İLERİ SÜRÜLEN İSTİNAF SEBEPLERİ :
Davacı vekili istinaf dilekçesinde; İlk derece Mahkemesince yargılamanın devamı sırasında yapılan yasal düzenleme ile uyuşmazlığın çözümünde idari yargının görevli olduğunun kabul edildiğini, kararın kanunların zaman bakımından uygulanması, derhal uygulama ilkesi ve istisnaları bakımından analiz edildiğinde hukuka aykırı olduğunu, yargılama sürecinde yeni bir usul kanunu kabul edildiğinde daha önce yapılmış olan işlemleri etkilemeksizin hemen yürürlüğe gireceğini, kural bu olmakla birlikte tamamlanmış işlemlerin bu kuralın kapsamı dışında olduğunu, bu çerçevede eski kanun dönemindeki usul işlemlerinin eski kanuna göre sonuçlanması, sonuçlanmamış işlemlere ise yeni kanun uygulanarak sonuçlandırılması gerektiğini, görev bakımından ortada tamamlanmış bir usuli işlem bulunduğunu, dosyanın yeni mahkemeye devrinin zaman kaybına neden olacağını, yeni masraf yapılacağını ve tabii hâkim ilkesi bakımından da sakınca doğuracağını, 25.9.2018 tarihinde ikame edilen huzurdaki dava açısından, davanın açıldığı tarih itibariyle adli yargının görevli olduğu ve görev konusunun ikmal edilmiş bir usuli işlem olduğu hakikati karşısında karar aşamasına gelmiş bir dosyada yargı yolu yönünden usulden red kararı verilmesinin hukuka aykırı olduğunu belirterek, İlk derece Mahkemesi kararının kaldırılmasına karar verilmesini istemiştir.

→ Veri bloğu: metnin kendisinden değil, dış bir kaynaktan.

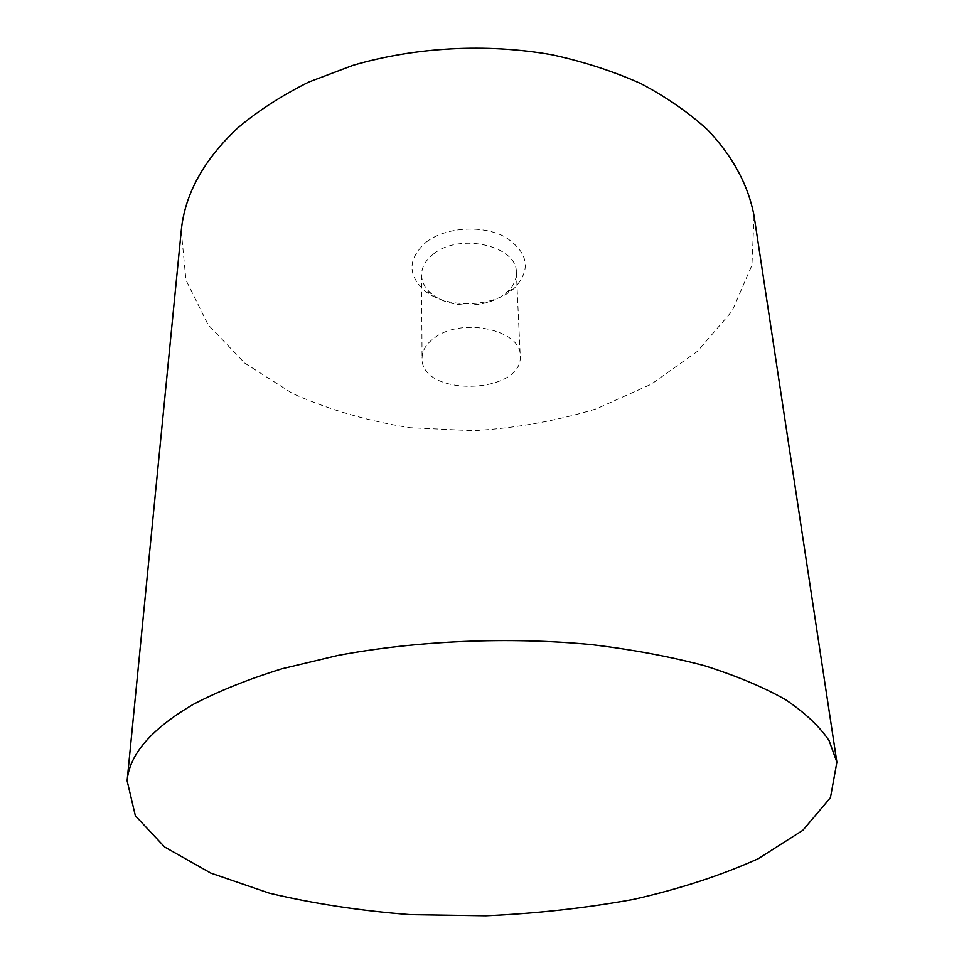 <?xml version="1.0" encoding="UTF-8"?>
<svg xmlns="http://www.w3.org/2000/svg" width="964" height="964" viewBox="0 0 964 964"><rect width="100%" height="100%" fill="white"/><g stroke="black" fill="none" stroke-linecap="round" stroke-linejoin="round"><path stroke-width="0.72" stroke-dasharray="4.82 3.62" d="M434.8 337.617C462.021 316.939 521.404 329.917 520.223 355.571C523.777 394.674 420.557 397.373 422.063 358.138C422.16 350.462 426.401 343.618 434.8 337.617M433.848 253.749C460.093 232.457 517.403 245.941 516.355 272.451C516.559 279.56 513.535 286.031 507.293 291.827C490.037 308.528 449.742 309.577 431.631 293.803C425.1 288.344 421.75 282.042 421.569 274.933C421.654 266.992 425.751 259.931 433.848 253.749M426.486 241.904C446.091 226.95 482.94 224.708 505.461 237.156C528.393 252.592 531.453 269.498 514.631 287.887C493.857 307.902 445.898 309.155 424.112 290.26C407.23 274.354 408.025 258.232 426.486 241.904M754.053 215.84L751.932 265.196L732.074 311.143L697.454 351.342L651.242 384.214L596.535 408.748C556.867 420.882 515.716 428.209 473.083 430.715L409.676 427.679C368.031 421.111 329.049 409.748 292.731 393.601L244.856 363.187L208.176 324.856L185.944 280.018L181.244 230.842M421.569 274.933L422.063 358.138M516.355 272.451L520.223 355.571M507.293 291.827L514.631 287.887M431.631 293.803L424.112 290.26"/><path stroke-width="1.45" d="M127.115 780.756L181.244 230.842C184.666 194.403 203.525 160.084 237.819 127.887C258.256 110.679 281.994 95.364 309.022 81.952L353.077 65.311C415.532 47.043 486.651 43.223 551.926 54.755C583.907 61.732 613.574 71.36 640.94 83.639C666.582 97.231 688.79 112.619 707.576 129.815C733.098 156.53 748.558 185.98 754.053 215.84L836.885 762.175L830.462 797.638L802.843 830.317L758.21 858.719C721.566 875.252 680.138 888.784 633.938 899.316C586.076 908.04 536.683 913.535 485.784 915.8L410.074 914.631C360.295 910.787 313.408 903.642 269.414 893.194L210.73 873.059L164.675 847.031L135.382 815.833L127.115 780.756C129.333 754.414 151.384 728.941 193.27 704.359C218.454 691.176 248.073 679.295 282.127 668.727L338.002 655.424C417.557 640.566 509.004 636.65 592.004 644.663C632.577 649.603 669.908 656.58 704.009 665.57C735.737 675.547 762.825 686.862 785.286 699.503C804.892 712.661 819.496 726.386 829.112 740.665L836.885 762.175"/></g></svg>

DELİLLERİN DEĞERLENDİRİLMESİ,
HUKUKİ SEBEP VE GEREKÇE :
Dava, taraflar arasındaki Sistem Kullanım Anlaşmalarına dayalı olarak düzenlenen sistem kullanım ceza faturaları ve sistem kullanım ceza ücretleri faturaları bedellerinin istirdatı istemine ilişkindir.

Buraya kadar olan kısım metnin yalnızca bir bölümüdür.